Wednesday, March 14, 2012

15 months after K2

One of the things that bugs E tremendously ever since M started Primary school last year is the rate that M is picking up Singlish. 

My boy who speaks rather good English with a slight British accent just 18 months ago is now peppering his speech with Singlish phrases and has even managed to string together some 'broken' English sentences. 

He seems rather amused by his ability to speak some Singlish though I am fairly certain he isn't fully aware of how much his spoken English is deteriorating. 

This really irritates E who corrects M at every opportunity. 

While this irks the dad, it doesn't quite bother me. I think it is inevitable that M will succumb to peer pressure and end up speaking some Singlish as part of his attempt to fit in. Kids this age don't want to be different from others. And I know for a fact that M wants to fit in.

As long as he realizes the difference between Singlish and proper English and is able to 'switch' from one to the other with ease, it is fine. 

What truly bothers me is the lack of opportunities in the school curriculum to teach and hone questioning skills and train the students to be inquisitive. 

From what I've heard and understood from M, lessons are conducted in such a manner that there isn't time nor opportunity to ask questions. Teachers just teach content and children are supposed to listen in class and get the work done. According to M, the content taught is also so straightforward that there isn't anything to ask. 

Why? Isn't fostering a culture of inquisitiveness an essential element of education? I get it that the teachers have a lot to complete during the lessons and it is hard managing a class of 30, but it doesn't make me feel any better. 

Sure, I have expected this years ago when I was considering between local and international schools, but I also hoped that things will improve by the time M is in Primary school. Looks like there is still a lot to hope for. 

This just means that we must ensure our boys continue to be stimulated and challenged at home, especially in honing their thinking and questioning skills. 

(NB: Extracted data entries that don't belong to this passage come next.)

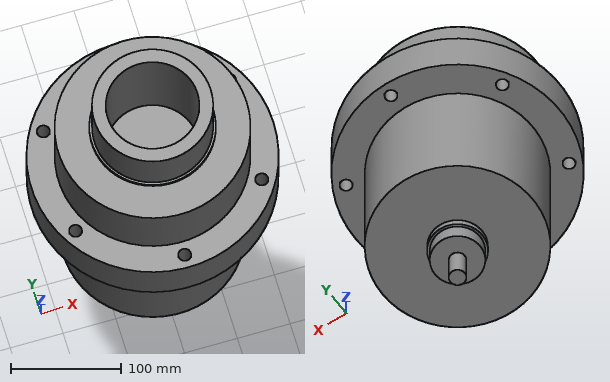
import cadquery as cq

SHAFT_BOTTOM = 0.0
HUB_BOTTOM = 31.8
HUB_COLLAR_BOTTOM = 49.2
BODY_BOTTOM = 56.7
FLANGE_BOTTOM = 190.0
FLANGE_TOP = 237.5
HEAD_TOP = 304.5
NECK_COLLAR_TOP = 307.0
NECK_TOP = 357.0

SHAFT_DIAMETER = 16.0
HUB_DIAMETER = 50.3
HUB_COLLAR_DIAMETER = 55.3
BODY_DIAMETER = 168.5
FLANGE_DIAMETER = 228.8
HEAD_DIAMETER = 177.7
NECK_COLLAR_DIAMETER = 115.0
NECK_DIAMETER = 110.0

BORE_DIAMETER = 85.0
BORE_DEPTH = 102.5

BOLT_COUNT = 6
BOLT_HOLE_DIAMETER = 11.8
BOLT_CIRCLE_DIAMETER = 203.5
FIRST_BOLT_ANGLE = 90.0


def step(diameter, bottom, top):
    """Round step on the Z axis."""
    return cq.Workplane("XY").workplane(offset=bottom).circle(diameter / 2).extrude(top - bottom)


def stepped_body():
    """All round steps joined into one spindle."""
    steps = [
        step(HUB_DIAMETER, HUB_BOTTOM, HUB_COLLAR_BOTTOM),
        step(HUB_COLLAR_DIAMETER, HUB_COLLAR_BOTTOM, BODY_BOTTOM),
        step(BODY_DIAMETER, BODY_BOTTOM, FLANGE_BOTTOM),
        step(FLANGE_DIAMETER, FLANGE_BOTTOM, FLANGE_TOP),
        step(HEAD_DIAMETER, FLANGE_TOP, HEAD_TOP),
        step(NECK_COLLAR_DIAMETER, HEAD_TOP, NECK_COLLAR_TOP),
        step(NECK_DIAMETER, NECK_COLLAR_TOP, NECK_TOP),
    ]
    body = step(SHAFT_DIAMETER, SHAFT_BOTTOM, HUB_BOTTOM)
    for next_step in steps:
        body = body.union(next_step)
    return body


def neck_bore():
    """Cutter for the blind bore, open at the top of the neck."""
    return step(BORE_DIAMETER, NECK_TOP - BORE_DEPTH, NECK_TOP)


def flange_holes():
    """Cutters for the ring of flange holes."""
    return (
        cq.Workplane("XY")
        .workplane(offset=FLANGE_BOTTOM)
        .polarArray(BOLT_CIRCLE_DIAMETER / 2, FIRST_BOLT_ANGLE, 360, BOLT_COUNT)
        .circle(BOLT_HOLE_DIAMETER / 2)
        .extrude(FLANGE_TOP - FLANGE_BOTTOM)
    )


result = stepped_body().cut(neck_bore()).cut(flange_holes())

After all, the more important goal should always be this - to teach a child how to question, so he enquires for a lifetime. 


6 comments:

The Beauties In Our Lives said...

Shirley, I faced exactly the same problems when Nicole entered P1 years back. Suddenly, she came back home speaking Singlish and she thought it was cool because so many of her friends were speaking it. Even the non-Singaporean British or American kids in the school started to speak Singlish because that's the best way to fit in. But like you, I played it cool, so long as we speak good English at home, and so long as they know the key differentiation between speaking Singlish to succumb to peer pressure vs what good English truly is, I am fine. I also had issues with her pri sch with regards to critical thinking and nurturing an enquiring mind. I enrolled my daughters into a preschool that encouraged them to speak out and ask questions, but she was distraught when teachers told them to conform (ie stay SILENT) in P1. That being said, when she got into the gifted class of just 22 kids this year, I noticed things had been different, with teachers encouraging the students to enquire more, to participate more in discussions, to ask more questions. But then again, it is another issue of leaving the best part of education to only a certain elite group of students in Singapore that I have issues with.

Jayne said...

It helps that he has had 6 years of solid foundation at home. :-) I'm sure he will be able to switch between the 2. Sometimes J & K like to joke around in Singlish. They think adding a "LAH" at the end of every sentence is so funny. I just let them have their fun.

Domesticgoddess said...

Linette, I've also heard that students are encouraged to be inquisitive in the gifted stream, which is something to look forward to. But like you said, it is unfortunately only for the small selected group and one must wait till Pri 4 to ask questions, which is so ridiculous.

By the way, I didn't realize that Nicole is in the gifted class now. Good for her! Last I read, I thought she didn't make it for the second round of selection. The GEP is a good programme.

Domesticgoddess said...

Jayne, I'm hopeful that after speaking good English for so many years and we are still insisting that they do (at most times), it will help the kids switch between the two.

I would let the kids have some fun too. After all, don't all the ang mohs add their LAHs and MAHs and MEHs just to have a laugh. :>

But the peer influence can be damaging if we don't keep an eye on it. My boys do come home with some hilarious sentences and phrases!

Madeline said...

We as parents can switch easily from formal English in schools n spoken informal singlish with our friends so I suppose our kids will learn the same thing too :)

Domesticgoddess said...

Madeline, I also know too many adults who are stuck with Singlish and aren't aware of the difference between good English and Singlish.

I have no issues if one speaks good English with a neutral accent (think LKY! :>). But bad English is just not English.